From:	Tom Lane <tgl(at)sss(dot)pgh(dot)pa(dot)us>
To:	Robert Haas <robertmhaas(at)gmail(dot)com>
Cc:	Kevin Grittner <Kevin(dot)Grittner(at)wicourts(dot)gov>, Daniel Farina <daniel(at)heroku(dot)com>, Andrew Dunstan <andrew(at)dunslane(dot)net>, Merlin Moncure <mmoncure(at)gmail(dot)com>, pgsql-hackers <pgsql-hackers(at)postgresql(dot)org>
Subject:	Re: Faster compression, again
Date:	2012-03-15 01:44:56
Message-ID:	10658.1331775896@sss.pgh.pa.us
Views:	Whole Thread \| Raw Message \| Download mbox \| Resend email
Thread:
Lists:	pgsql-hackers

Robert Haas <robertmhaas(at)gmail(dot)com> writes:
> On Wed, Mar 14, 2012 at 6:08 PM, Kevin Grittner
> <Kevin(dot)Grittner(at)wicourts(dot)gov> wrote:
>> Doesn't it always start with a header of two int32 values where the
>> first must be smaller than the second?
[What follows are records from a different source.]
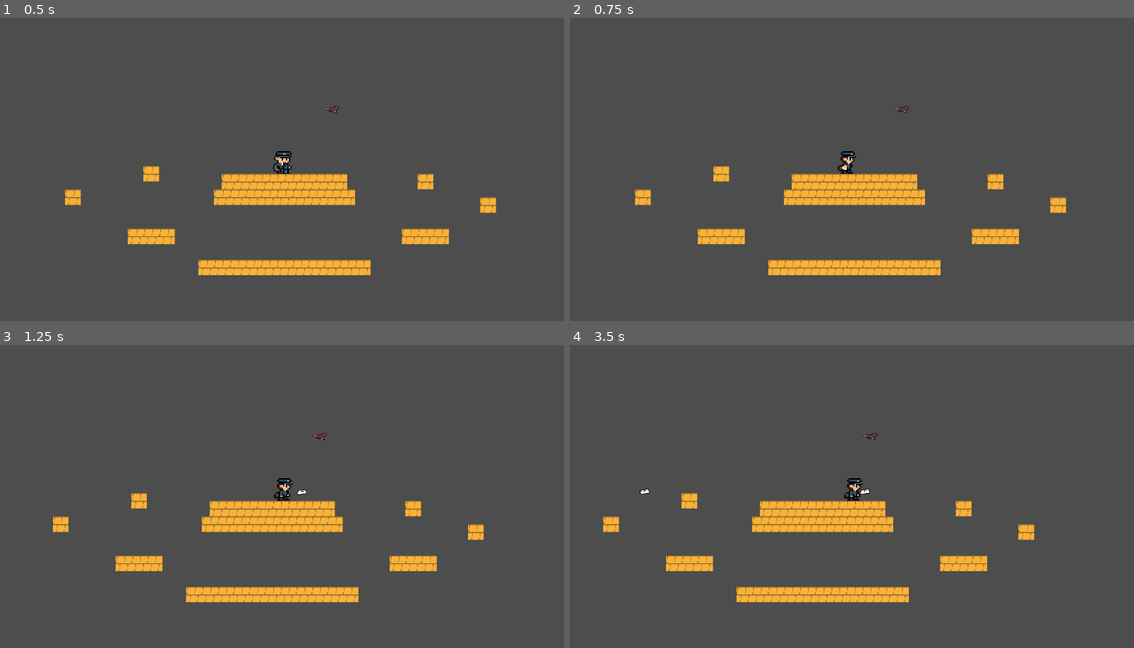
Above: before the commit, frames 1-4 (two rows, left to right).
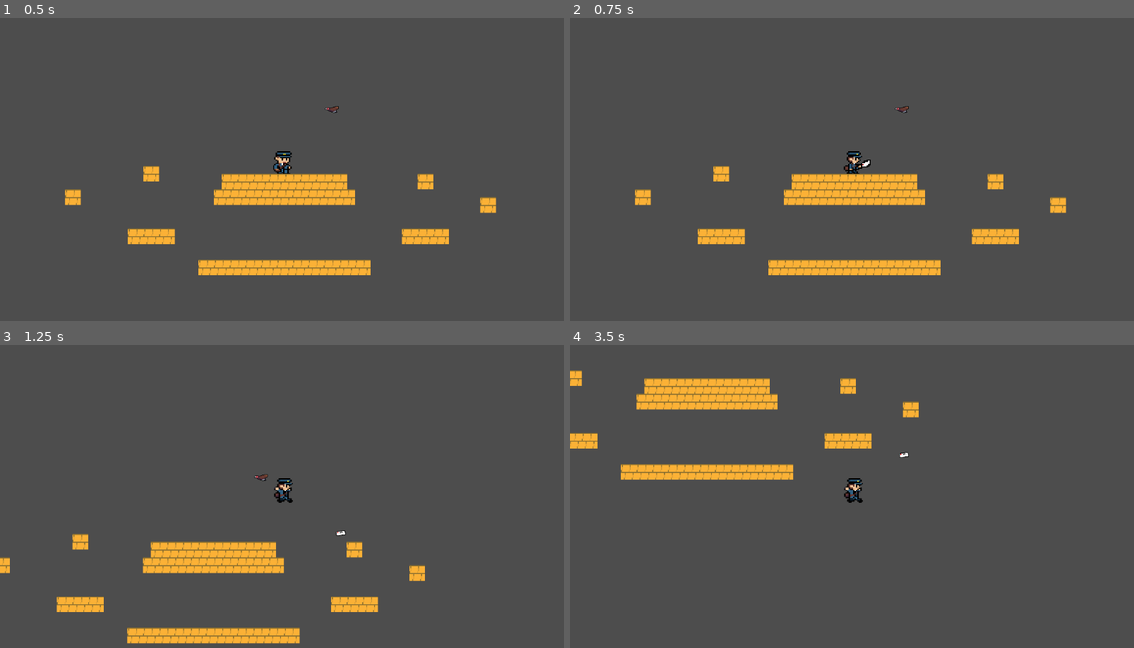
Above: after the commit, the same moments.

Repository: Suukhii/Delivery-through-time
Game: Godot game, scene res://scenes/game.tscn
The game is run twice, just before and just after one commit, with the same random seed, the same clock (stepped at 60 frames per second) and the same inputs.
Inputs:
- Up to frame 1 (0.5 s): no input
- Up to frame 2 (0.75 s): hold Right (move_right) from 0.53 s (still down); hold K (shoot_player_projectile) from 0.53 s (still down)
- Up to frame 3 (1.25 s): keep holding Right (move_right); keep holding K (shoot_player_projectile); tap Space (jump) at 0.77 s
- Up to frame 4 (3.5 s): release K (shoot_player_projectile) at 1.28 s; tap K (shoot_player_projectile) at 1.35, 2.85 s; tap Space (jump) at 1.52, 3.02 s; release Right (move_right) at 2.03 s; hold Left (move_left) 2.03-2.78 s; hold K (shoot_player_projectile) 2.03-2.78 s; hold Right (move_right) from 2.78 s (still down)

Frame 1 is identical in both runs. In frame 2, 0.3% of the frame differs, in the area x 47-54%, y 43-52%; in frame 3, 11%; in frame 4, 11%, in the area x 0-83%, y 8-85%.

Commit message:
added speed

Diff:
--- a/scenes/player.tscn
+++ b/scenes/player.tscn
@@ -97,7 +97,7 @@
 }],
 "loop": false,
 "name": &"throw",
-"speed": 5.0
+"speed": 15.0
 }]
 
 [sub_resource type="CircleShape2D" id="CircleShape2D_3vyb7"]
--- a/scenes/player_projectile.tscn
+++ b/scenes/player_projectile.tscn
@@ -15,5 +15,4 @@
 
 [node name="Sprite2D" type="Sprite2D" parent="."]
 position = Vector2(49, -3)
-scale = Vector2(1, 1)
 texture = ExtResource("2_oxij3")
Not shown: 1 places in scenes/player_projectile.tscn that only renumber resources

That seems like enough to
>> get traction for an identifiably different header for an alternative
>> compression technique.

> The first of those words is vl_len_, which we can't fiddle with too
> much, but the second is rawsize, which we can definitely fiddle with.
> Right now, rawsize < vl_len_ means it's compressed; and rawsize ==
> vl_len_ means it's uncompressed. As you point out, rawsize > vl_len_
> is undefined; also, and maybe simpler, rawsize < 0 is undefined.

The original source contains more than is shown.